Sabe quando você entra na Fnac ou na Livraria Cultura, vê uma promoção, encontra um filme bacana e compra? Como normalmente são aquisições não planejadas, é comum eu estrear esses DVDs meses depois de comprar.

Na sexta eu atá tinha batido um papo com o Reimão sobre isso.

E, além de curtir comprar DVD bom e barato, gosto bastante do que o Hitchcock  fazia. Então, semana passada assisti a 3 filmes dele:

Ainda na fase pré-EUA do diretor, o filme é rodado em Londres. Tudo começa com um ato terrorista fazendo com que parte da cidade fique sem energia elétrica. O responsável pelo ato é um dono de cinema no subúrbio.

Mas esse seria apenas o primeiro ataque contra os habitantes, algo maior estava sendo planejado para uma das estações de metrô mais utilizadas da cidade, a de Piccadilly Circus. Então, a história se centra na perseguição da Scotland Yard ao criminoso.

Poucos anos depois, já em Hollywood, Hitchcock dirige outro filme com nome e assunto parecidos.

Dessa vez, durante a II Guerra Mundial, há um movimento dentro dos EUA para desmoralizar e desestabilizar o país. Depois da explosão de uma fábrica de aviões, um de seus operários é acusado erroneamente pelo crime.

Então, para provar sua inocência, ele percorre o país para desmantelar a organização criminosa responsável por esse e outros atos terroristas.

  • Um Barco e Nove Destinos (Lifeboat) – 1944

Também feito em época de guerra, esse filme é passado inteiro em um barco a remo.

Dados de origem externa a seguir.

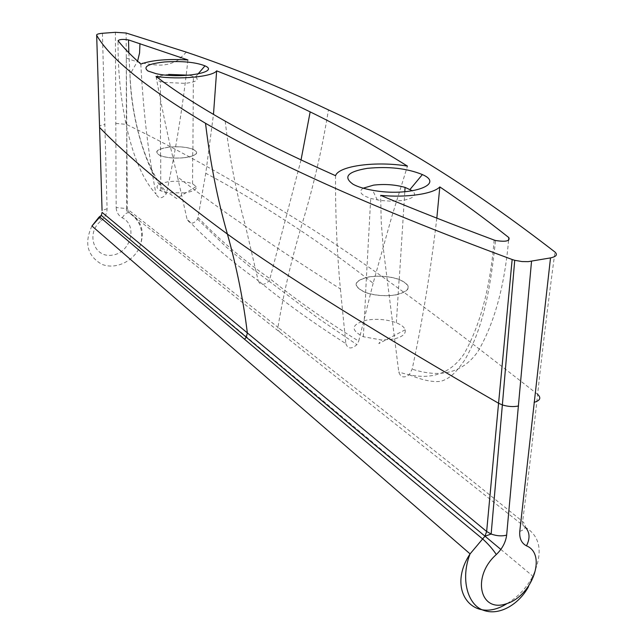 <?xml version="1.0" encoding="UTF-8"?>
<svg xmlns="http://www.w3.org/2000/svg" width="644" height="644" viewBox="0 0 644 644"><rect width="100%" height="100%" fill="white"/><g stroke="black" fill="none" stroke-linecap="round" stroke-linejoin="round"><path stroke-width="0.48" stroke-dasharray="3.22 2.42" d="M140.819 64.046C143.161 109.786 148.217 153.087 155.977 193.949C130.402 167.134 117.458 99.74 118.053 40.749M187.927 59.964C182.977 105.527 175.884 149.714 166.651 192.548M128.84 52.792L129.959 74.454C132.004 123.737 146.824 170.66 166.659 192.548L166.297 193.796C162.111 199.004 158.666 199.06 155.977 193.949M91.947 226.02C84.058 242.933 87.254 255.644 101.519 264.137C114.745 269.989 132.946 261.931 139.531 247.401C145.246 232.307 141.962 220.844 129.669 212.995L280.365 332.594L278.345 330.469L277.934 327.273L127.319 209.01L126.119 33.013M519.764 531.405C526.043 529.094 526.993 525.802 522.614 521.527C416.837 435.755 340.443 376.643 277.934 327.273C283.626 293.076 291.764 258.308 302.358 222.969C236.952 182.405 178.42 149.601 126.771 124.558L126.594 208.567L116.153 207.561L115.405 32.313M280.365 332.594L525.118 527.082C523.153 526.132 522.316 524.28 522.614 521.527C527.895 480.786 532.894 438.379 537.611 394.305C542.554 348.621 548.334 301.199 554.959 252.029M168.656 74.414C157.796 75.694 154.214 77.755 157.909 80.589L163.141 82.343L185.222 83.366C196.162 81.989 199.592 79.904 195.518 77.103L189.288 75.211M363.2 188.193C359.497 190.632 359.948 193.232 364.552 195.985L370.711 198.457L380.837 200.517L391.834 201.226L402.138 200.542C413.681 198.441 417.143 195.213 412.53 190.865M99.015 217.108L101.277 220.699C85.274 232.87 93.96 258.413 112.338 255.137C130.796 252.786 138.082 225.392 122.271 217.825C118.464 215.603 116.419 212.19 116.153 207.561M101.277 220.699C105.004 217.487 106.944 213.518 107.097 208.785L102.436 33.287M225.191 121.144C229.449 157.281 236.243 192.331 245.565 226.294C218.775 207.948 196.098 191.461 177.519 176.818L187.01 219.041C208.294 241.532 232.009 262.06 258.163 280.615L245.565 226.294C271.849 244.664 303.453 265.537 340.386 288.923C336.957 252.07 335.339 214.331 335.556 175.699M373.15 283.207L358.692 341.143C325.767 320.68 296.176 299.854 269.908 278.659L285.203 220.481C313.097 238.248 342.415 259.162 373.15 283.207L391.834 216.489L407.467 166.12M436.825 218.139C430.756 270.214 422.536 320.551 412.168 369.165L409.198 374.744C404.054 378.366 400.568 377.44 398.757 371.966L383.293 248.383L381.232 222.083L380.652 195.357M494.149 240.059C490.342 287.144 480.319 325.083 464.083 353.878C446.485 379.871 421.055 379.308 398.757 371.966M301.038 159.921L285.203 220.481C257.737 202.57 231.26 186.832 205.766 173.252L213.478 114.431M340.386 288.923L345.868 343.638C313.378 322.974 284.141 301.964 258.163 280.615C260.208 285.469 263.782 285.614 268.894 281.05L269.908 278.659C243.456 260.248 219.491 239.858 198.014 217.487L205.766 173.252M156.033 76.378C162.449 111.211 169.605 144.691 177.519 176.818M198.014 217.487L197.539 219.097C193.538 224.474 190.028 224.458 187.01 219.041M345.868 343.638C347.776 349.024 351.455 349.362 356.921 344.645L358.692 341.143M508.583 240.325C504.51 286.548 494.254 323.666 477.816 351.68C459.993 376.885 434.531 376.297 412.168 369.165M129.669 212.995L126.594 208.567C126.015 209.638 126.586 210.966 128.317 212.568L129.669 212.995M368.569 276.928C379.3 275.374 389.531 276.212 399.248 279.432C412.305 285.606 411.299 290.75 396.221 294.88C385.603 296.498 375.396 295.741 365.607 292.593C352.027 286.153 353.017 280.937 368.569 276.928M396.092 294.799C385.571 296.401 375.46 295.644 365.752 292.529C352.3 286.153 353.282 280.977 368.69 277.009C379.324 275.463 389.459 276.292 399.095 279.488C412.031 285.606 411.033 290.702 396.092 294.799M393.307 339.098L381.57 340.008L363.353 336.74C350.086 329.961 351.077 324.447 366.323 320.181C376.845 318.514 386.851 319.368 396.35 322.765C401.333 324.769 404.279 327.112 405.189 329.8C406.05 334.043 402.089 337.134 393.307 339.098M168.656 147.146C178.243 146.244 186.333 146.921 192.91 149.167C199.793 152.749 197.12 155.59 184.9 157.691C175.321 158.625 167.198 157.981 160.549 155.751C153.522 152.048 156.226 149.183 168.656 147.146M184.828 157.643C175.329 158.569 167.287 157.933 160.694 155.719C153.739 152.056 156.412 149.215 168.728 147.194C178.227 146.301 186.245 146.969 192.765 149.199C199.584 152.749 196.935 155.566 184.828 157.643M184.675 192.862L168.39 192.765L160.767 190.849C153.876 186.937 156.524 183.878 168.728 181.689C178.138 180.706 186.084 181.407 192.54 183.782L196.179 186.535C196.983 189.433 193.152 191.542 184.675 192.862M507.142 603.5C518.018 596.98 526.575 587.867 532.813 576.155C543.286 552.794 540.719 536.436 525.118 527.082L525.295 527.227M537.611 394.305C439.192 317.242 369.39 264.869 302.358 222.969C313.491 186.349 322.193 148.651 328.448 109.891M115.695 123.39L126.385 124.381L126.296 58.065M122.271 217.825C124.115 214.685 126.127 212.939 128.317 212.568C138.162 218.469 140.505 226.02 141.286 230.375C142.308 236.034 141.728 241.709 139.531 247.401L484.996 536.178M99.587 127.456C98.717 126.152 100.504 125.178 104.964 124.525M107.097 208.785L102.058 210.483M195.422 77.047L198.014 74.012M126.288 58C136.689 62.218 147.355 64.569 158.287 65.068C164.969 65.43 171.618 63.764 178.251 60.069L186.382 52.156M166.297 193.796C149.561 176.142 131.239 125.21 129.959 74.463L137.591 61.172M500.855 549.437L532.813 576.155L528.523 586.612M399.248 279.432L404.794 191.799M363.353 336.74L365.752 292.529M405.189 329.8L378.785 343.582L381.57 340.008M192.91 149.167L193.377 76.225M160.767 190.849L160.694 155.719M196.179 186.535L176.585 198.481L168.39 192.765M409.198 374.744C422.408 380.258 433.042 382.423 441.116 381.256C450.22 378.245 455.509 373.029 464.469 360.447C484.682 326.162 491.026 282.362 495.518 240.494M197.539 219.097L226.366 247.167L252.714 269.112L268.894 281.05M268.91 281.026L318.764 318.7L356.921 344.645M396.35 322.765L399.095 279.488M365.607 292.593L370.711 198.457M192.54 183.782L192.765 149.199M160.549 155.751L160.388 81.611M377.336 199.986L372.635 190.294M163.141 82.343L155.929 73.625"/><path stroke-width="0.97" d="M128.526 39.928C122.859 39.051 119.373 39.324 118.053 40.749C123.857 48.018 131.448 55.787 140.819 64.046C151.912 60.117 167.609 58.757 187.927 59.964L128.526 39.928L128.84 52.792M205.517 123.286C210.242 162.626 217.543 199.56 227.413 234.094C285.839 276.244 376.225 332.634 498.569 403.249L486.647 531.493L247.344 332.908L246.274 337.247L244.551 339.267L99.852 217.06L101.293 215.418L102.106 212.415L247.344 332.908C243.335 300.225 236.694 267.284 227.413 234.094C169.01 191.051 126.401 155.502 99.587 127.456L96.664 35.251C109.802 58.306 146.083 87.656 205.517 123.286C268.105 159.495 361.083 203.536 512.157 259.5L514.725 260.313L502.36 404.939L498.569 403.249L512.157 259.5M164.502 61.961C148.04 63.804 142.541 66.823 148.007 71.017L155.929 73.625C179.612 79.156 220.425 72.474 205.146 65.921L204.993 65.849C195.478 62.154 181.986 60.858 164.502 61.961M189.288 75.211L168.656 74.414M525.295 527.227C529.835 532.153 530.221 538.36 526.47 545.838C521.503 543.214 519.265 538.4 519.764 531.405L550.515 257.906C556.311 256.65 557.793 254.694 554.959 252.029C472.881 188.547 397.38 141.165 328.448 109.891C279.907 86.924 232.548 67.684 186.382 52.156L126.119 33.013L115.405 32.313L102.436 33.287C98.299 33.665 96.375 34.317 96.664 35.243M412.53 190.865L405.076 187.396C395.078 184.611 384.589 183.854 373.609 185.126L363.2 188.193M367.233 168.358C347.502 171.698 342.817 177.02 353.17 184.305C357.798 186.824 364.287 188.821 372.635 190.294C408.69 197.08 445.64 184.852 422.778 174.766L422.384 174.572C407.032 168.326 388.646 166.257 367.233 168.358M216.65 70.856C212.697 76.773 179.056 79.969 156.033 76.378C173.22 89.83 196.275 104.747 225.191 121.144C254.082 137.534 290.863 155.719 335.556 175.699C338.696 165.701 376.812 160.895 407.467 166.12C374.22 145.391 341.787 127.311 310.167 111.879C278.514 96.399 247.336 82.722 216.65 70.856L213.478 114.431M439.82 186.921C462.159 201.942 485.174 218.839 508.865 237.612C510.112 241.114 505.669 242.072 495.518 240.494L494.149 240.059C451.669 224.201 413.834 209.3 380.652 195.357C406.509 197.901 433.259 193.949 439.82 186.921L436.825 218.139M102.058 210.483L99.587 127.456M550.515 257.906L528.249 261.641L522.051 261.561L514.725 260.313M244.551 339.267C304.942 390.071 377.706 452.217 482.638 538.956L470.088 553.888C445.817 590.355 473.525 625.147 507.142 603.5M506.651 535.1C505.693 542.32 502.248 548.793 496.315 554.532C492.579 548.929 488.015 543.737 482.638 538.956L484.98 536.202L486.647 531.493L491.139 534.045C496.83 536.025 501.998 536.38 506.651 535.1L531.533 261.263M508.865 237.612L508.583 240.325M99.015 217.108L91.947 226.02L99.852 217.06L99.442 216.746L101.293 215.418L352.493 426.433L484.988 536.186M484.98 536.202L491.147 534.053L502.36 404.939C508.229 406.694 513.63 407.032 518.557 405.953M301.038 159.921L310.167 111.879M496.315 554.532C471.585 576.316 479.724 612.822 506.047 603.863C532.21 596.384 547.239 554.138 526.47 545.838M537.611 394.305C541.395 397.847 540.227 400.528 534.109 402.347M198.014 74.012L204.993 65.849M410.091 189.36L422.384 174.572M137.591 61.172L139.579 52.945L139.957 43.559M91.947 226.02L470.088 553.888C460.275 578.634 467.439 605.61 484.151 610.52C500.275 615.986 519.684 603.364 528.523 586.612M484.996 536.178L500.855 549.437M404.794 191.799L405.076 187.396"/></g></svg>

Lá estão sobreviventes estadounidenses e britânicos reunidos após ataque feito por um submarino nazista.

Aguardando ajuda, os tripulantes resgatam um alemão jogado ao mar. A princípio, um ato de humanidade, fazem com que toda a tripulação se torne refém do nazista.

Minha opinião?

Penso que os filmes de Hitchcock ficam mais “maduros” a partir do final da década de 40, o roteiro fica mais redondo, o suspense melhora.

Sabotagem tem uma história boa, mas não é tão legal. O clímax acaba acontecendo cedo, isso faz com que o final não seja lá essas coisas.

Já Sabotador é melhor estruturado. A fuga do injustiçado tentando colocar as coisas no lugar foi muito bem escrita, com cenas bem legais. Destaque para quando ele escapa já algemado.

Mas Um Barco e Nove Destinos é fantástico! As discussões sobre o que fazer com o nazista (o ator manda super bem), as brigas para qual rumo tomar, a maneira como toda a tripulação é enrolada pelo alemão… enfim, há inúmeros motivos para fazer desse um baita filme!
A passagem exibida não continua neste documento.